Watching Higher Ed from afar and seeing some discussion of online teaching, in the face of the coronavirus, from school teachers, Alan’s post is really valuable.

But really, if I was helping folks, my suggestion an strategy would be… do as little as possible online. Use online for communicating, caring, attending to people’s needs, but not really for being the “course”. Flip that stuff outside.

I am reading that along with: HEWN, No. 344 – HEWN (Hack Education Weekly Newsletter):

‘This may be our moment,’ ed-tech folks exclaim, giddily sharing lists of their favorite digital learning tools (with little concern, it seems for questions of accessibility, privacy, or security) and tips for quickly moving ‘to the cloud.’

In schools I have no doubt that there are some (more than some?) classes that are already tooled up and are fortunate that their pupils all have good access, practised with the software and  savvy parents and teachers. If not diving into high bandwidth apps or ones that need the ability to navigate a complex UI might not work that well.

Athole has been teaching primary online for 6 weeks:

I suspect his pupils might have better home kit, access and tech support? Athole I’d love to know.
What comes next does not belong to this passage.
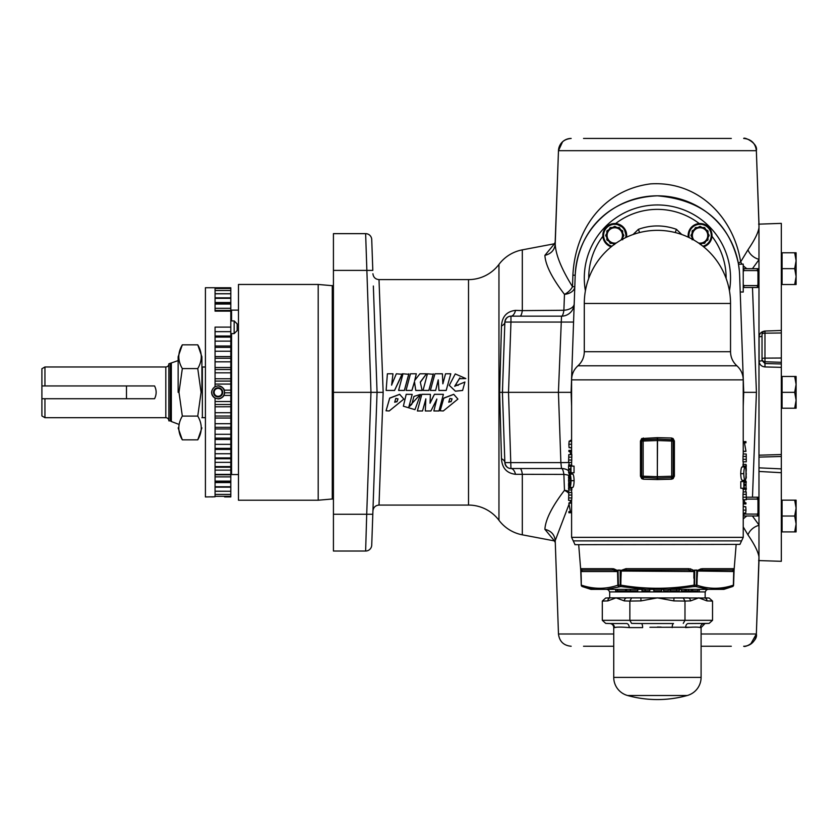 <?xml version="1.0" encoding="UTF-8"?>
<svg xmlns="http://www.w3.org/2000/svg" width="838" height="838" viewBox="0 0 838 838"><rect width="100%" height="100%" fill="white"/><g stroke="black" fill="none" stroke-linecap="round" stroke-linejoin="round"><path stroke-width="1.26" d="M420.131 395.484L420.414 394.384L413.941 396.426L411.793 404.293L408.829 407.048L412.202 394.384L406.2 394.352L403.361 406.2L414.957 409.656L420.131 395.484M420.414 394.384L408.829 406.839M412.202 394.384L406.2 394.3L403.361 406.2M452.059 398.815L451.095 401.454L448.791 402.031M451.095 401.695L452.07 398.909L449.87 398.417L448.739 402.219L451.095 401.454M443.281 410.966L457.915 399.087L453.746 394.352L443.773 398.218L440.139 410.798L443.281 410.966M457.915 399.087L453.746 394.3L443.773 398.071L440.139 410.798M389.209 410.966L403.843 399.087L399.674 394.352L389.701 398.218L386.067 410.798L389.209 410.966M403.843 399.087L399.674 394.3L389.701 398.071L386.067 410.798M465.813 378.556L455.264 373.926L449.294 385.344L455.422 391.168L462.607 390.424L464.901 382.023L454.688 386.255L459.842 377.886L459.737 378.692L465.813 378.556M459.737 378.692L465.813 378.535M449.294 385.344L455.422 391.199L462.607 390.477L464.901 382.023M333.43 500.056A1.068 1.068 0 0 0 332.277 498.998L318.199 500.223L238.474 500.223L238.474 284.459L318.199 284.459L318.199 500.223M333.43 284.627A1.068 1.068 0 0 1 332.277 285.685L318.199 284.459M201.906 392.341L201.906 356.789L201.906 392.341M197.758 368.584L182.328 368.584C177.635 360.654 177.635 352.735 182.328 344.827L197.758 344.827C202.408 352.735 202.408 360.654 197.758 368.584L201.078 392.341L197.758 416.098C202.408 423.997 202.408 431.916 197.758 439.856L182.328 439.856L178.138 427.883M178.138 392.341L178.138 356.789L178.138 392.341M182.328 368.584L178.976 392.341L182.328 416.098C177.635 423.997 177.635 431.916 182.328 439.856M170.313 363.797L170.313 420.875L168.857 420.875L168.857 363.797L178.138 360.602M397.034 401.695L397.998 398.898L395.808 398.396L394.667 402.219L397.034 401.695M397.998 398.825L397.034 401.454L394.729 402.031M373.35 286.009L377.058 392.341L383.155 392.341L379.006 505.073L468.515 505.073A38.087 38.087 0 0 1 498.956 520.283A38.087 38.087 0 0 0 522.315 534.822L554.484 540.919M373.35 498.673L371.726 545.15A6.096 6.096 0 0 1 365.63 551.027L366.709 514.27L372.805 514.27L377.058 392.341L370.972 392.341L365.63 233.645L333.43 233.645L333.43 270.402L372.805 270.402L371.726 239.532A6.096 6.096 0 0 0 365.63 233.645M583.531 646.245L613.741 646.245M701.092 646.245L731.302 646.245M731.302 138.438L583.531 138.438M574.899 544.679L739.933 544.396L574.899 544.679M554.368 540.782L544.889 529.323C545.475 519.602 552.012 506.602 564.477 490.324L563.88 474.402A12.696 2.797 90 0 0 561.512 468.515L560.884 462.628L571.652 462.461L571.83 454.646L568.782 454.646L568.604 462.461L568.782 454.646M574.04 472.789L574.04 466.117L570.992 466.117L570.992 472.789L574.04 472.789M569.693 487.444L572.742 487.444C573.506 487.098 573.967 484.846 574.114 480.687C573.946 476.613 573.485 474.423 572.731 474.099L569.683 474.099C570.437 474.413 570.898 476.602 571.066 480.687C570.919 484.835 570.469 487.088 569.693 487.444C569.117 487.098 568.834 484.877 568.855 480.792C568.834 476.707 569.107 474.476 569.683 474.099M568.604 500.38L571.652 500.38L571.82 497.95L571.83 492.566L568.782 492.566L568.604 500.38L568.782 492.566M571.83 489.968L571.746 487.444M571.83 466.117L571.83 465.059L568.782 465.059L568.782 466.2L570.678 466.2M568.782 473.198L568.552 472.056L568.782 473.198L571.83 472.789M657.421 479.566L643.333 479.21L641.73 478.676L640.452 476.183L640.452 441.039L641.73 438.536L657.285 437.656L671.5 438.002L673.103 438.536L674.38 441.039L674.38 476.183L673.103 478.676L671.5 479.21L657.421 479.566M639.583 232.555L638.399 229.319L633.078 234.514M638.399 229.319C651.011 224.814 663.686 224.814 676.434 229.319L681.755 234.514M700.914 223.568L699.248 223.568A68.716 68.716 0 0 0 615.584 223.568L624.048 227.978L626.552 237.185A11.9 11.9 0 0 0 614.778 223.537L613.919 223.568M584.296 278.08A73.126 73.126 0 0 0 585.406 290.776A73.126 73.126 0 0 1 657.421 204.954A73.126 73.126 0 0 1 729.427 290.776A73.126 73.126 0 0 0 730.537 278.08M609.687 591.911L609.687 597.861L610.378 597.861L605.706 598.007L602.302 601.076L602.302 620.319L605.706 623.388L609.823 623.535A4.064 4.064 0 0 1 613.741 627.599L613.741 677.387A18.792 18.792 0 0 0 627.505 695.488L687.328 695.488A18.792 18.792 0 0 0 701.092 677.387L701.092 627.599L700.39 627.599C698.431 626.939 693.508 626.939 685.62 627.599A4.064 2.619 90 0 1 688.155 623.535L709.126 623.388L704.255 623.535L709.126 623.388L712.53 620.319L712.53 601.076L709.126 598.007L705.156 597.861L705.156 591.911M691.256 627.243L649.932 627.274M609.823 623.535L626.677 623.535A4.064 2.619 -90 0 1 629.212 627.599C621.314 626.939 616.391 626.939 614.443 627.599L616.244 627.306M610.577 623.535A4.064 4.001 -90 0 1 614.443 627.599L613.741 627.599M707.911 597.965L705.156 597.861M609.687 597.861L709.126 598.007M606.419 589.365A3.048 3.048 0 0 1 609.425 591.911L705.407 591.911A3.048 3.048 0 0 1 708.414 589.365M590.937 589.365L582.316 586.569L595.022 589.365L590.937 589.365M690.03 568.719L694.335 570.615L693.948 571.547L688.249 570.07L626.583 570.07L688.249 570.07L626.583 570.07L621.23 571.045L620.948 578.23L620.13 570.112L618.035 570.112L618.423 585.175A1.519 0.775 90 0 0 618.957 586.569A1.519 1.309 -107.9 0 1 617.878 585.175L621.01 585.175C645.281 589.292 669.552 589.292 693.822 585.175L696.954 585.175C708.958 589.292 721.099 589.292 733.355 585.175L733.564 585.175A1.519 1.519 0 0 1 732.517 586.569L719.811 589.365L732.506 586.569A1.519 1.299 72.4 0 0 733.355 585.175L733.742 571.045A1.519 0.838 3.8 0 0 734.036 570.615L736.141 544.679M613.521 568.719L617.711 570.615L620.13 570.039A1.519 0.744 90 0 1 620.13 570.112L620.267 585.175A1.519 0.744 90 0 0 620.78 586.569L606.345 589.365L595.022 589.365L582.316 586.569A1.519 1.519 -90 0 1 581.268 585.175L580.734 570.112A1.519 1.519 0 0 0 580.734 570.039L578.691 544.679M618.025 570.039A1.519 0.786 90 0 1 618.035 570.112L617.533 571.547L613.364 570.07L582.536 570.07A1.519 1.519 -90 0 1 581.017 568.677L580.797 570.615L580.786 568.992M620.13 570.039L620.497 570.615L625.955 568.677L688.878 568.677A1.519 0.629 -90 0 1 688.249 570.07M733.742 571.045L732.307 570.07A1.519 1.519 -90 0 0 733.816 568.677L702.359 568.677A1.519 0.89 -90 0 1 701.469 570.07L732.307 570.07L701.469 570.07L697.562 571.045L697.132 578.23L696.807 570.112L694.702 570.112L694.388 571.547L694.335 570.615L694.702 570.039L697.122 570.615L701.238 568.73M733.816 568.677L733.596 578.23M44.948 385.951L41.9 385.951L41.9 368.73L44.948 366.971L44.948 385.951L154.559 385.951C156.675 390.204 156.675 394.457 154.559 398.731L44.948 398.731L44.948 417.701L165.809 417.701A3.048 3.048 0 0 1 168.857 420.749M44.948 366.971L165.809 366.971A3.048 3.048 0 0 0 168.857 363.933M44.948 417.701L41.9 415.941L41.9 398.731L44.948 398.731M201.906 417.733A1.519 1.519 0 0 1 202.367 417.67L204.954 417.67M201.906 366.939A1.519 1.519 0 0 0 202.367 367.013L204.954 367.013M213.617 496.84L212.58 496.892M212.496 496.892L211.825 496.934M215.062 335.996L230.806 335.996L230.806 311.128L215.062 311.128L215.062 287.727L205.415 287.727L205.415 496.944L215.062 496.787L215.062 398.113C210.495 394.258 210.495 390.414 215.062 386.569L218.11 385.815C222.049 386.915 224.092 388.361 224.259 390.152L230.806 390.141L230.806 381.091L215.062 381.091M223.872 395.4A6.526 6.526 0 0 0 224.615 392.802L223.872 395.4C223.453 396.94 221.525 398.092 218.11 398.867L215.062 398.113A6.526 6.526 0 0 1 211.825 394.09M211.585 392.341A6.526 6.526 0 0 0 211.647 393.221M215.062 386.569L215.062 327.113L230.806 327.113M238.474 310.123L231.56 310.123A0.765 0.765 0 0 1 230.806 309.369M238.474 474.559L231.56 474.559L231.56 333.608M230.806 475.314A0.765 0.765 0 0 1 231.56 474.559M215.062 378.766L230.806 378.766L230.806 369.516L215.062 369.516M215.062 367.526L230.806 367.526L230.806 358.235L215.062 358.235M215.062 356.559L230.806 356.559L230.806 347.382L215.062 347.382M215.062 346.01L230.806 346.01L230.806 337.096L215.062 337.096M230.806 308.3L215.062 308.3L215.062 310.437L230.806 310.437L230.806 304.037L215.062 304.037M215.062 303.765L230.806 303.765L230.806 298.318L215.062 298.318M215.062 298.171L230.806 298.171L230.806 293.782L215.062 293.782M215.062 293.729L230.806 293.729L230.806 290.493L215.062 290.493L230.806 290.482L230.806 288.471L215.062 288.471M205.415 464.65L205.415 320.032M218.11 398.679A6.337 6.337 0 0 0 224.448 392.341A6.337 6.337 0 0 0 218.11 386.004A6.337 6.337 0 0 0 211.773 392.341A6.337 6.337 0 0 0 218.11 398.679M218.11 398.867A6.526 6.526 0 0 0 222.877 396.793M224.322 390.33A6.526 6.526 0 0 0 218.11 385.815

My thoughts at the moment are, unless there are school, LA or national diktats :

  1. A place to post stuff that is easy for me and familiar for the pupils (for us most probably a blog)
    On that the stuff might be:

    • Links to practise that the pupils are already familiar with, sumdog, some of my own pages, the odd quiz.
    • Ideas for open ending learning either on or offline.
    • Thing that can be done on paper or with easily available materials.
  2. A couple of lightweight ways for contact, email, which hopefully most parents will be able to support and possibly Teams, although not all my pupils can use Teams at home. I’ve only used it a couple of times in class to discuss comms software, I can usually communicate with most of my class by talking;-)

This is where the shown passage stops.